An MCP server is the plug a model uses to reach a real system. Here's what that actually means — and what an enterprise-grade version of it has to do that a vanilla one doesn't.

The one-line answer

An MCP server is a small program that exposes a set of tools, data sources, or prompts to an AI model over a standard protocol — the Model Context Protocol. The model (or the agent wrapping it) is the client. The MCP server is the thing on the other end of the wire that actually knows how to read your Gmail, query your Postgres, hit your Jira API, or run a shell command.

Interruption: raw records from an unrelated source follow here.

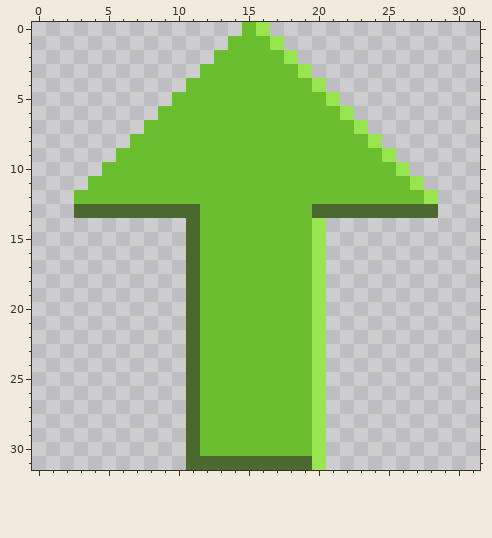
Pixel-art file -- Assets/Images/pickup_marker.aseprite. Above: the version before the commit.
32x32 pixels, 1 frame.
The result:
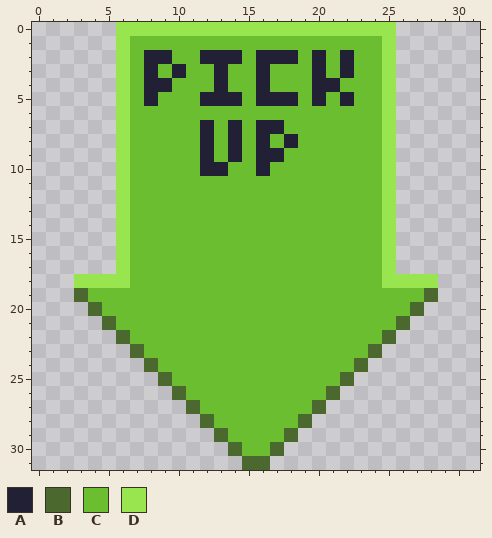
Palette (. is transparent): A #222034  B #4b692f  C #6abe30  D #99e550
The exact change:
@@ x 0..31 @@
- 0 ...............CD...............
- 1 ..............CCCD..............
- 2 .............CCCCCD.............
- 3 ............CCCCCCCD............
- 4 ...........CCCCCCCCCD...........
- 5 ..........CCCCCCCCCCCD..........
- 6 .........CCCCCCCCCCCCCD.........
- 7 ........CCCCCCCCCCCCCCCD........
- 8 .......CCCCCCCCCCCCCCCCCD.......
- 9 ......CCCCCCCCCCCCCCCCCCCD......
-10 .....CCCCCCCCCCCCCCCCCCCCCD.....
-11 ....CCCCCCCCCCCCCCCCCCCCCCCD....
-12 ...CCCCCCCCCCCCCCCCCCCCCCCCCD...
-13 ...BBBBBBBBBCCCCCCCCBBBBBBBBB...
-14 ...........BCCCCCCCCD...........
-15 ...........BCCCCCCCCD...........
-16 ...........BCCCCCCCCD...........
-17 ...........BCCCCCCCCD...........
-18 ...........BCCCCCCCCD...........
-19 ...........BCCCCCCCCD...........
-20 ...........BCCCCCCCCD...........
-21 ...........BCCCCCCCCD...........
-22 ...........BCCCCCCCCD...........
-23 ...........BCCCCCCCCD...........
-24 ...........BCCCCCCCCD...........
-25 ...........BCCCCCCCCD...........
-26 ...........BCCCCCCCCD...........
-27 ...........BCCCCCCCCD...........
-28 ...........BCCCCCCCCD...........
-29 ...........BCCCCCCCCD...........
-30 ...........BCCCCCCCCD...........
-31 ...........BBBBBBBBBD...........
+ 0 ......DDDDDDDDDDDDDDDDDDDD......
+ 1 ......DCCCCCCCCCCCCCCCCCCD......
+ 2 ......DCAACCAAACAAACACACCD......
+ 3 ......DCACACCACCACCCACACCD......
+ 4 ......DCAACCCACCACCCAACCCD......
+ 5 ......DCACCCAAACAAACACACCD......
+ 6 ......DCCCCCCCCCCCCCCCCCCD......
+ 7 ......DCCCCCACACAACCCCCCCD......
+ 8 ......DCCCCCACACACACCCCCCD......
+ 9 ......DCCCCCACACAACCCCCCCD......
+10 ......DCCCCCAACCACCCCCCCCD......
+11 ......DCCCCCCCCCCCCCCCCCCD......
+12 ......DCCCCCCCCCCCCCCCCCCD......
+13 ......DCCCCCCCCCCCCCCCCCCD......
+14 ......DCCCCCCCCCCCCCCCCCCD......
+15 ......DCCCCCCCCCCCCCCCCCCD......
+16 ......DCCCCCCCCCCCCCCCCCCD......
+17 ......DCCCCCCCCCCCCCCCCCCD......
+18 ...DDDDCCCCCCCCCCCCCCCCCCDDDD...
+19 ...BCCCCCCCCCCCCCCCCCCCCCCCCB...
+20 ....BCCCCCCCCCCCCCCCCCCCCCCB....
+21 .....BCCCCCCCCCCCCCCCCCCCCB.....
+22 ......BCCCCCCCCCCCCCCCCCCB......
+23 .......BCCCCCCCCCCCCCCCCB.......
+24 ........BCCCCCCCCCCCCCCB........
+25 .........BCCCCCCCCCCCCB.........
+26 ..........BCCCCCCCCCCB..........
+27 ...........BCCCCCCCCB...........
+28 ............BCCCCCCB............
+29 .............BCCCCB.............
+30 ..............BCCB..............
+31 ...............BB...............
Where, in picture pixels (left, top, right, bottom), the same in both pictures:
changed: (74, 22, 438, 470)

If you've ever wired a function-calling tool into an LLM by hand, an MCP server is that, standardised. Same idea — describe a tool, accept structured calls, return structured results — but published over a protocol so any compliant client (Claude Desktop, Cursor, an in-house agent, a workflow runner) can pick it up without bespoke glue code.

Why it exists

Before MCP, every "connect this AI to that system" integration was its own snowflake. OpenAI's function-calling shape, Anthropic's tool-use shape, LangChain's tool abstraction, your internal team's wrapper around all of the above. Each pairing of (model framework × target system) was a one-off.

Anthropic published MCP in late 2024 to fix that. It's an open, JSON-RPC-based protocol with three things in its vocabulary:

  • Tools — functions the model can call. (Read this file, send this email, query this database.)
  • Resources — read-only context the model can pull. (A file, a row, a doc snippet.)
  • Prompts — reusable templated prompts the server hands to the client.

Pick a client. Pick a server. They speak the same language. That's the whole pitch.

MCP client vs MCP server

This trips people up because "client" and "server" feel backwards from the web sense. The client is the AI app — Claude Desktop, Cursor, your custom agent — the thing the human talks to. The server is the integration that sits next to (or inside) the system being accessed and answers the client's tool calls.

One agent can be connected to many MCP servers at once. A coding agent might have:

  • A filesystem MCP server (read/write files in a project)
  • A GitHub MCP server (open PRs, read issues)
  • A Postgres MCP server (run read-only queries against a dev DB)
  • A Slack MCP server (post to a channel when something finishes)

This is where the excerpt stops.